Ne, oder, das glaubt doch keiner ! Im Grunde hieße das ja, eins von beiden über Bord werfen!


----------



## marlob

Ralle schrieb:


> Ne, oder, das glaubt doch keiner ! Im Grunde hieße das ja, eins von beiden über Bord werfen!


Das erzählen die schon seit Jahren, das WinCC und WinCCflexible zu einer grossen Version WinCCflexible werden soll. Ein Schulungsleiter von Siemens sagte mir vor kurzem noch, das er da selber nicht so dran glaubt, das das binnen kurz was wird.


----------



## edison

ICH warte auf Protool 7!


----------



## zotos

marlob schrieb:


> Das erzählen die schon seit Jahren, das WinCC und WinCCflexible zu einer grossen Version WinCCflexible werden soll. Ein Schulungsleiter von Siemens sagte mir vor kurzem noch, das er da selber nicht so dran glaubt, das das binnen kurz was wird.
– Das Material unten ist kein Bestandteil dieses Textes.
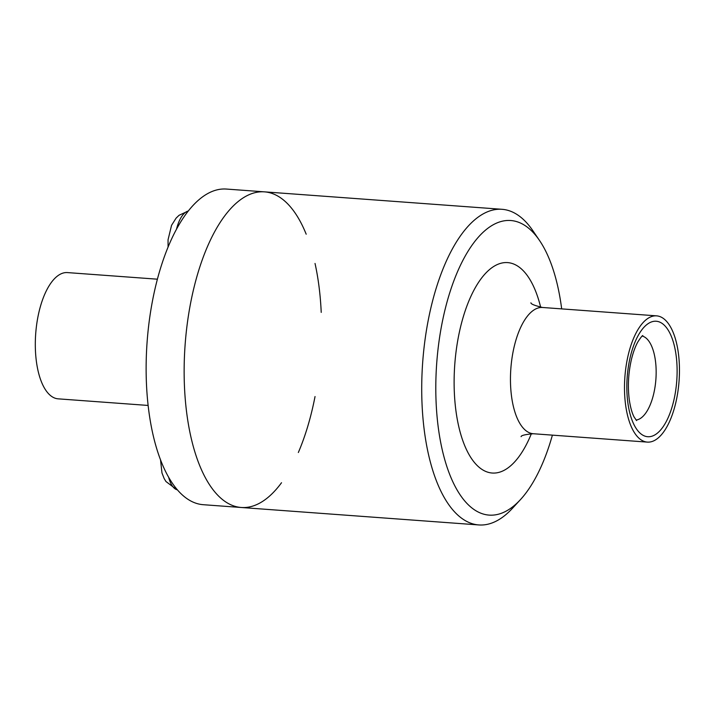 <?xml version="1.0" encoding="UTF-8"?>
<svg xmlns="http://www.w3.org/2000/svg" width="714" height="714" viewBox="0 0 714 714"><rect width="100%" height="100%" fill="white"/><g stroke="black" fill="none" stroke-linecap="round" stroke-linejoin="round"><path stroke-width="1.07" d="M176.519 229.176A30.47 13.075 -85.8 0 1 188.3 211.005L179.053 215.298L176.081 218.154L171.556 225.321L168.058 239.752L168.067 247.08M667.536 322.496A63.296 27.168 -85.8 0 1 677.443 394.467A63.296 27.168 -85.8 0 1 647.339 442.109A63.296 27.168 -85.8 0 1 624.884 376.992A63.296 27.168 -85.8 0 1 656.612 315.856A63.296 27.168 -85.8 0 1 667.536 322.496M552.404 435.138A147.691 63.385 -85.8 0 1 520.444 499.63A147.691 63.385 -85.8 0 1 436.406 367.808A147.691 63.385 -85.8 0 1 536.232 236.013A147.691 63.385 -85.8 0 1 539.481 240.422A147.691 63.385 -85.8 0 1 561.677 308.885M520.444 499.63L512.411 508.35A158.24 67.91 -85.8 0 1 478.835 524.942A158.24 67.91 -85.8 0 1 422.697 362.15A158.24 67.91 -85.8 0 1 502.013 209.3A158.24 67.91 -85.8 0 1 529.324 225.901A158.24 67.91 -85.8 0 1 532.805 230.622L539.481 240.422M281.521 482.735A158.24 67.91 -85.8 0 1 241.261 507.484A158.24 67.91 -85.8 0 1 185.122 344.692A158.24 67.91 -85.8 0 1 264.439 191.852A158.24 67.91 -85.8 0 1 291.749 208.452A158.24 67.91 -85.8 0 1 306.19 234.201M148.128 405.445L58.155 398.84A63.296 27.168 -85.8 0 1 35.7 333.724A63.296 27.168 -85.8 0 1 67.428 272.587L157.401 279.192M315.035 263.457A158.24 67.91 -85.8 0 1 321.22 312.384M315.035 396.547A158.24 67.91 -85.8 0 1 298.345 452.498M241.261 507.484A158.24 67.91 -85.8 0 1 185.122 344.692A158.24 67.91 -85.8 0 1 264.439 191.852L226.427 189.058A158.24 67.91 -85.8 0 0 147.111 341.908A158.24 67.91 -85.8 0 0 203.249 504.7L478.835 524.942M177.393 489.849A30.47 13.075 -85.8 0 1 176.813 489.688A30.47 13.075 -85.8 0 1 168.7 477.354M666.207 327.315A57.896 24.847 -85.8 0 1 662.806 427.195A57.896 24.847 -85.8 0 1 626.91 382.445A57.896 24.847 -85.8 0 1 666.207 327.315M642.207 336.062A42.197 18.109 -85.8 0 1 648.205 340.292A42.197 18.109 -85.8 0 1 655.05 386.809A42.197 18.109 -85.8 0 1 636.04 420.019M647.339 442.109L533.304 433.737A63.296 27.168 -85.8 0 1 510.849 368.62A63.296 27.168 -85.8 0 1 542.578 307.484C534.741 305.601 530.85 304.039 530.904 302.807L530.957 302.87M531.386 433.675A105.493 45.277 -85.8 0 1 468.928 454.381A105.493 45.277 -85.8 0 1 464.091 314.196A105.493 45.277 -85.8 0 1 525.861 273.676A105.493 45.277 -85.8 0 1 540.668 307.261M636.593 420.582L634.112 417.03C632.015 413.111 630.4 407.275 629.257 399.528C627.633 386.515 628.32 373.324 631.31 359.945C633.095 352.537 635.264 346.54 637.825 341.97C640.726 337.499 642.395 335.366 642.832 335.589M656.612 315.856L542.578 307.484M521.077 436.656C521.184 435.433 525.254 434.46 533.304 433.737M502.013 209.3L264.439 191.852M176.822 489.697L165.943 481.513L164.14 478.514L161.971 472.954L160.525 459.852"/></g></svg>

Das liegt doch nur daran das die Kunden noch keine Notebooks mit min. einem Terrabyte Arbeitsspeicher haben.


----------



## Perfektionist

marlob schrieb:


> Das erzählen die schon seit Jahren, das WinCC und WinCCflexible zu einer grossen Version WinCCflexible werden soll. Ein Schulungsleiter von Siemens sagte mir vor kurzem noch, das er da selber nicht so dran glaubt, das das binnen kurz was wird.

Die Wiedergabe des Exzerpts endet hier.